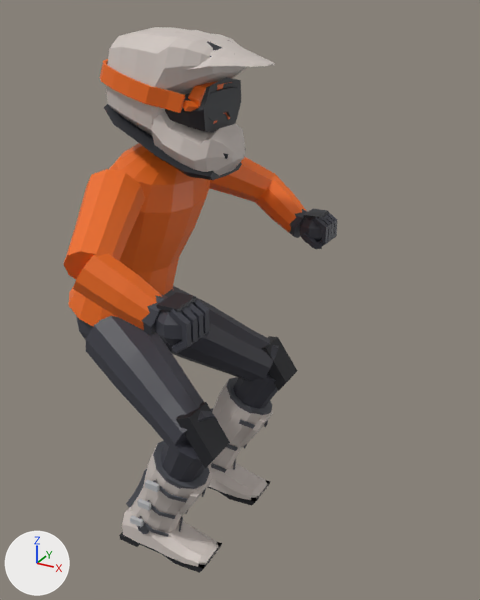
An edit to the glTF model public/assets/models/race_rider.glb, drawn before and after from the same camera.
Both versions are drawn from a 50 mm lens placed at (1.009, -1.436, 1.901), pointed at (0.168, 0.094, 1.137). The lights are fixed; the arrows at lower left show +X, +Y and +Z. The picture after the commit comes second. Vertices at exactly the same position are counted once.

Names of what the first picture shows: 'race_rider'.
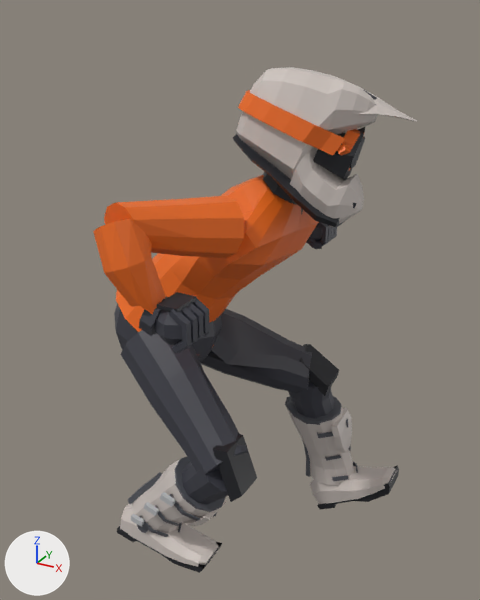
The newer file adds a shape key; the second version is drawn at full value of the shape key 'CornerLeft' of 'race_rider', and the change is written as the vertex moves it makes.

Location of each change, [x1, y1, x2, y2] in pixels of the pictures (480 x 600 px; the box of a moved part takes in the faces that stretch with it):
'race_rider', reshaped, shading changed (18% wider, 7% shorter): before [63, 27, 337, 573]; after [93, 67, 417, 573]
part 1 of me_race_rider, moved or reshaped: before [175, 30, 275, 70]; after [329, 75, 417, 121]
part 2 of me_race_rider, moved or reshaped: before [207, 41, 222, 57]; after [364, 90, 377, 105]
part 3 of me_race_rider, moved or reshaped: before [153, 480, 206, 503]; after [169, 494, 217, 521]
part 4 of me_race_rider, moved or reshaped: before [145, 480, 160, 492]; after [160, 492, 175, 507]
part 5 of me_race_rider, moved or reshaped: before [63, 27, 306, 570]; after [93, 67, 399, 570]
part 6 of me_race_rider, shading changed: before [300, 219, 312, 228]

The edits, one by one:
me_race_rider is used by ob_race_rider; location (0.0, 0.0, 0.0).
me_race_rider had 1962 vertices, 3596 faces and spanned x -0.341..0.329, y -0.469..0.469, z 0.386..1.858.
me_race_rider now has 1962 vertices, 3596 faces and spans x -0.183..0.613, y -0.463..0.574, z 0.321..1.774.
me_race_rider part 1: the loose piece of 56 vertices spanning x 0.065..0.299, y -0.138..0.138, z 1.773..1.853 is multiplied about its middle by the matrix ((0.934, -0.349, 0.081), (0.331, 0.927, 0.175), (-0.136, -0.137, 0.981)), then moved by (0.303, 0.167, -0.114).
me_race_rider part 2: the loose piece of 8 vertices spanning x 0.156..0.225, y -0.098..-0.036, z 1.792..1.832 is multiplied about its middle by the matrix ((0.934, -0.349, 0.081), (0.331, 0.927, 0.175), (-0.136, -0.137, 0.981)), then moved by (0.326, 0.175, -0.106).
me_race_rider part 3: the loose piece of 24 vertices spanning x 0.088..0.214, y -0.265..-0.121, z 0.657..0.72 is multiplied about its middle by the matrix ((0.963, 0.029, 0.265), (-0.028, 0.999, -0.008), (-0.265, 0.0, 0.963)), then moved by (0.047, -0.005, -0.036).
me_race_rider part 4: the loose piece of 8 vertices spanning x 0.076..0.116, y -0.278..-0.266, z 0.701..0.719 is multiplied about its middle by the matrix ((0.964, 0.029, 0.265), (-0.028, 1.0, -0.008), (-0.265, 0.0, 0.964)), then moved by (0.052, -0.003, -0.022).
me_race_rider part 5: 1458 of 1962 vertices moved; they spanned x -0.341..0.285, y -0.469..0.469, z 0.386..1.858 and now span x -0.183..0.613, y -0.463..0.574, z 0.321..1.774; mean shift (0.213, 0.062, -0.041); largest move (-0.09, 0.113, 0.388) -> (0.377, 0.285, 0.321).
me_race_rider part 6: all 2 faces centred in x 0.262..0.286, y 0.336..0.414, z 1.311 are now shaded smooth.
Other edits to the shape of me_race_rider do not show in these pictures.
────────────────
§ The task
Nothing but the lines from the start of the listing through the line with "part 1 of me_race_rider, moved" belongs in the answer, each one retyped exactly and without pictures.

§ Result for this exercise
An edit to the glTF model public/assets/models/race_rider.glb, drawn before and after from the same camera.
Both versions are drawn from a 50 mm lens placed at (1.009, -1.436, 1.901), pointed at (0.168, 0.094, 1.137). The lights are fixed; the arrows at lower left show +X, +Y and +Z. The picture after the commit comes second. Vertices at exactly the same position are counted once.

Names of what the first picture shows: 'race_rider'.
The newer file adds a shape key; the second version is drawn at full value of the shape key 'CornerLeft' of 'race_rider', and the change is written as the vertex moves it makes.

Location of each change, [x1, y1, x2, y2] in pixels of the pictures (480 x 600 px; the box of a moved part takes in the faces that stretch with it):
'race_rider', reshaped, shading changed (18% wider, 7% shorter): before [63, 27, 337, 573]; after [93, 67, 417, 573]
part 1 of me_race_rider, moved or reshaped: before [175, 30, 275, 70]; after [329, 75, 417, 121]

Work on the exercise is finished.